***** Task input *****

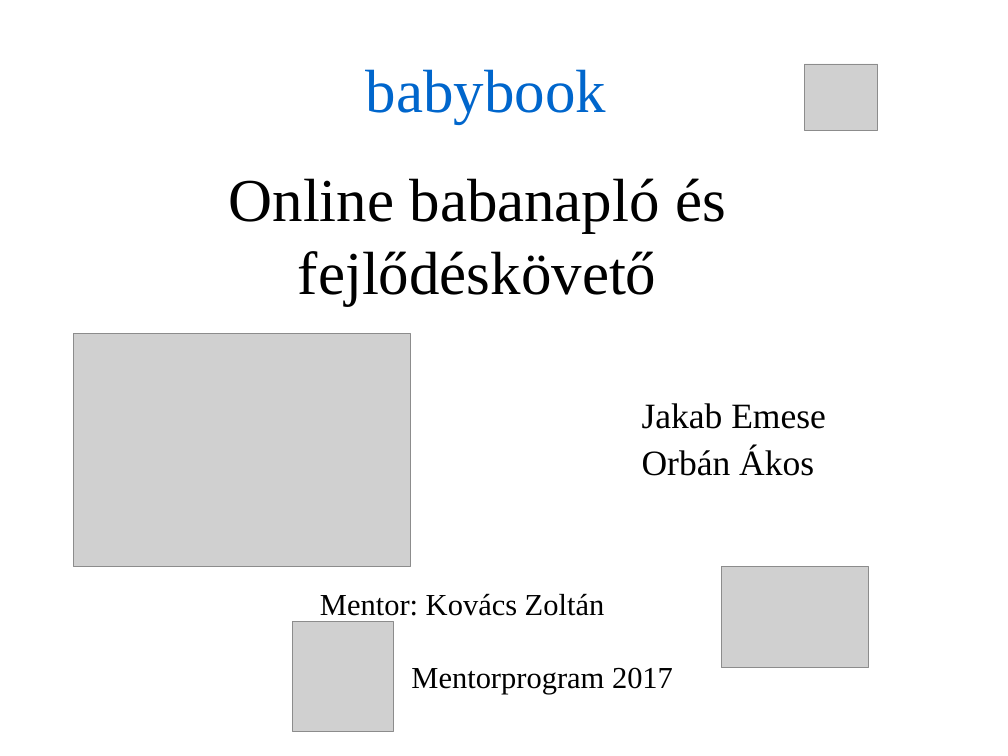
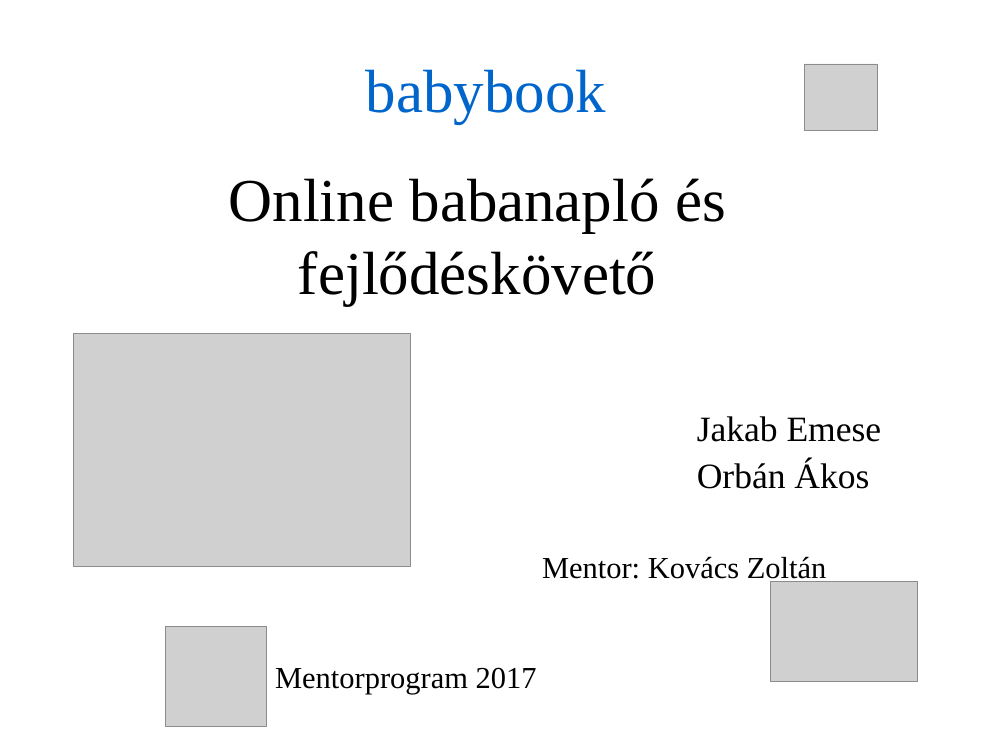
Before and after one commit to necrology27/babybook, a slide deck: slide 1 of prezentation/1. LeadingSoft_projekt.ppt. Drawn at 1008x756 pixels with LibreOffice and Linux fonts; fonts in the diff are those of the drawing; grey boxes stand for pictures; background and template pictures are left out. Boxes give left, top, right and bottom in pixels: in the first picture for what was removed or moved away, otherwise in the second. Text is boxed around its words. In the diff, an @@ line names an element or a change of style, - is before the commit and + after.

```diff
--- a/prezentation/1. LeadingSoft_projekt.ppt
+++ b/prezentation/1. LeadingSoft_projekt.ppt
@@ text "Jakab Emese" moved from (x1=642, y1=403, x2=826, y2=476) to (x1=697, y1=416, x2=882, y2=489) @@
@@ text "Mentor: Kovács Zoltán" rewrapped from (x1=320, y1=593, x2=605, y2=616) to (x1=542, y1=556, x2=827, y2=585) @@
@@ picture moved from (x1=722, y1=567, x2=869, y2=668) to (x1=771, y1=582, x2=918, y2=682) @@
@@ picture resized from (x1=293, y1=622, x2=393, y2=732) to (x1=166, y1=627, x2=266, y2=727) @@
@@ text "Mentorprogram 2017" moved from (x1=411, y1=667, x2=673, y2=694) to (x1=275, y1=667, x2=537, y2=694) @@
```
Also in this commit, not shown: 5 other slides changed, 1 slide added, 2 slides removed, 7 other files.
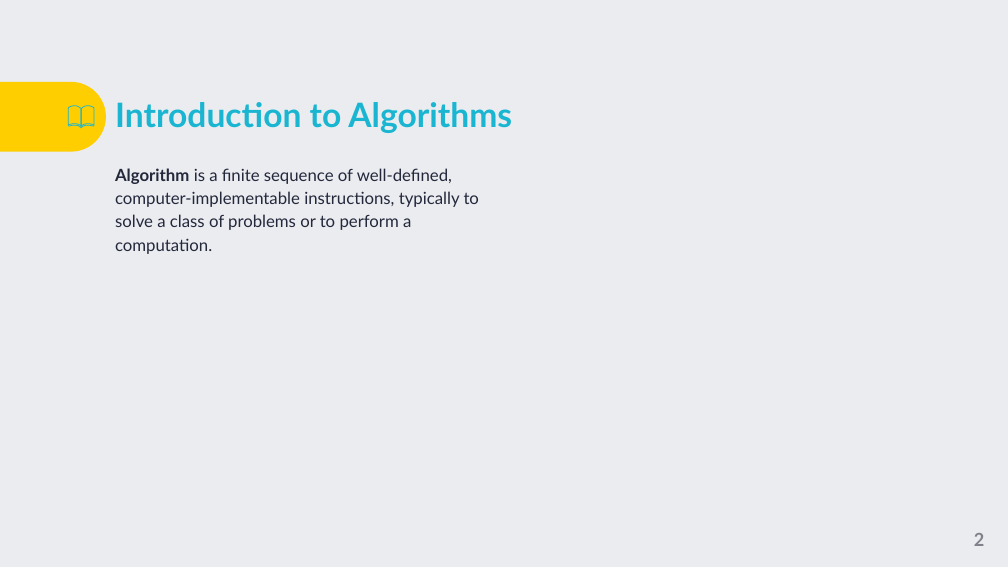
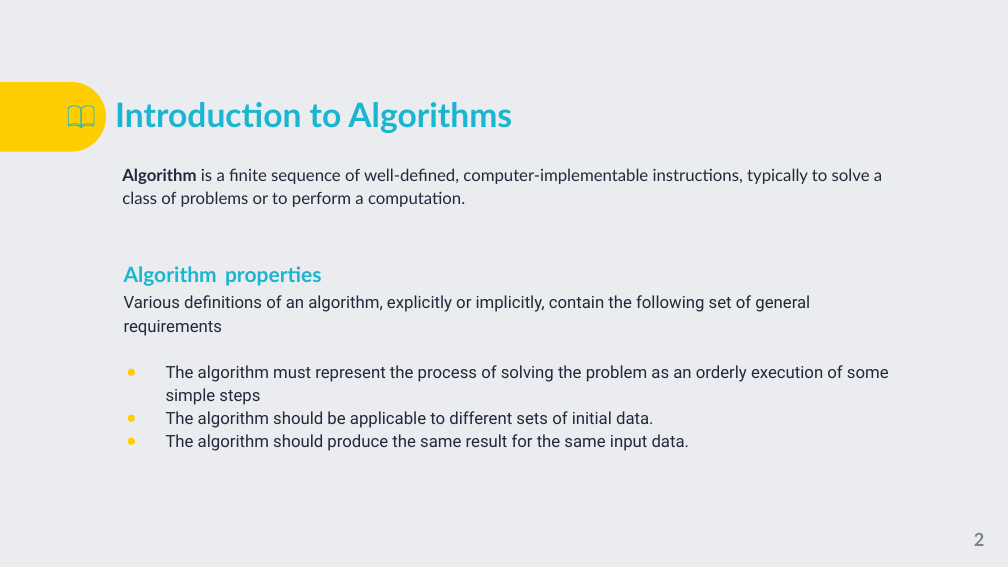
Before and after one commit to TigranVardanyan/Algorithms-and-Data-structures, a slide deck: slide 2 of ds&a.pptx. Drawn at 1008x567 pixels with LibreOffice and Linux fonts; fonts in the diff are those of the drawing; background and template pictures are left out. Boxes give left, top, right and bottom in pixels: in the first picture for what was removed or moved away, otherwise in the second. Text is boxed around its words. In the diff, an @@ line names an element or a change of style, - is before the commit and + after.

```diff
--- a/ds&a.pptx
+++ b/ds&a.pptx
@@ text "Algorithm is a finite sequence ..." at <box>122,168,882,207</box>: indent changed @@
@@ text added at <box>124,266,889,451</box>, 16 pt, text #24283B @@
+Algorithm properties
+Various definitions of an algorithm, explicitly or implicitly, contain the following set of general requirements
+● The algorithm must represent the process of solving the problem as an orderly execution of some simple steps
+● The algorithm should be applicable to different sets of initial data.
+● The algorithm should produce the same result for the same input data.
```
Also in this commit, not shown: 3 other slides changed, 1 slide added, 2 slides removed.

*****

• _Prompt_: Please repeat the entries above exactly, leaving out any pictures.

• _Solution to this task_:
Before and after one commit to necrology27/babybook, a slide deck: slide 1 of prezentation/1. LeadingSoft_projekt.ppt. Drawn at 1008x756 pixels with LibreOffice and Linux fonts; fonts in the diff are those of the drawing; grey boxes stand for pictures; background and template pictures are left out. Boxes give left, top, right and bottom in pixels: in the first picture for what was removed or moved away, otherwise in the second. Text is boxed around its words. In the diff, an @@ line names an element or a change of style, - is before the commit and + after.

```diff
--- a/prezentation/1. LeadingSoft_projekt.ppt
+++ b/prezentation/1. LeadingSoft_projekt.ppt
@@ text "Jakab Emese" moved from (x1=642, y1=403, x2=826, y2=476) to (x1=697, y1=416, x2=882, y2=489) @@
@@ text "Mentor: Kovács Zoltán" rewrapped from (x1=320, y1=593, x2=605, y2=616) to (x1=542, y1=556, x2=827, y2=585) @@
@@ picture moved from (x1=722, y1=567, x2=869, y2=668) to (x1=771, y1=582, x2=918, y2=682) @@
@@ picture resized from (x1=293, y1=622, x2=393, y2=732) to (x1=166, y1=627, x2=266, y2=727) @@
@@ text "Mentorprogram 2017" moved from (x1=411, y1=667, x2=673, y2=694) to (x1=275, y1=667, x2=537, y2=694) @@
```
Also in this commit, not shown: 5 other slides changed, 1 slide added, 2 slides removed, 7 other files.
Before and after one commit to TigranVardanyan/Algorithms-and-Data-structures, a slide deck: slide 2 of ds&a.pptx. Drawn at 1008x567 pixels with LibreOffice and Linux fonts; fonts in the diff are those of the drawing; background and template pictures are left out. Boxes give left, top, right and bottom in pixels: in the first picture for what was removed or moved away, otherwise in the second. Text is boxed around its words. In the diff, an @@ line names an element or a change of style, - is before the commit and + after.

```diff
--- a/ds&a.pptx
+++ b/ds&a.pptx
@@ text "Algorithm is a finite sequence ..." at <box>122,168,882,207</box>: indent changed @@
@@ text added at <box>124,266,889,451</box>, 16 pt, text #24283B @@
+Algorithm properties
+Various definitions of an algorithm, explicitly or implicitly, contain the following set of general requirements
+● The algorithm must represent the process of solving the problem as an orderly execution of some simple steps
+● The algorithm should be applicable to different sets of initial data.
+● The algorithm should produce the same result for the same input data.
```
Also in this commit, not shown: 3 other slides changed, 1 slide added, 2 slides removed.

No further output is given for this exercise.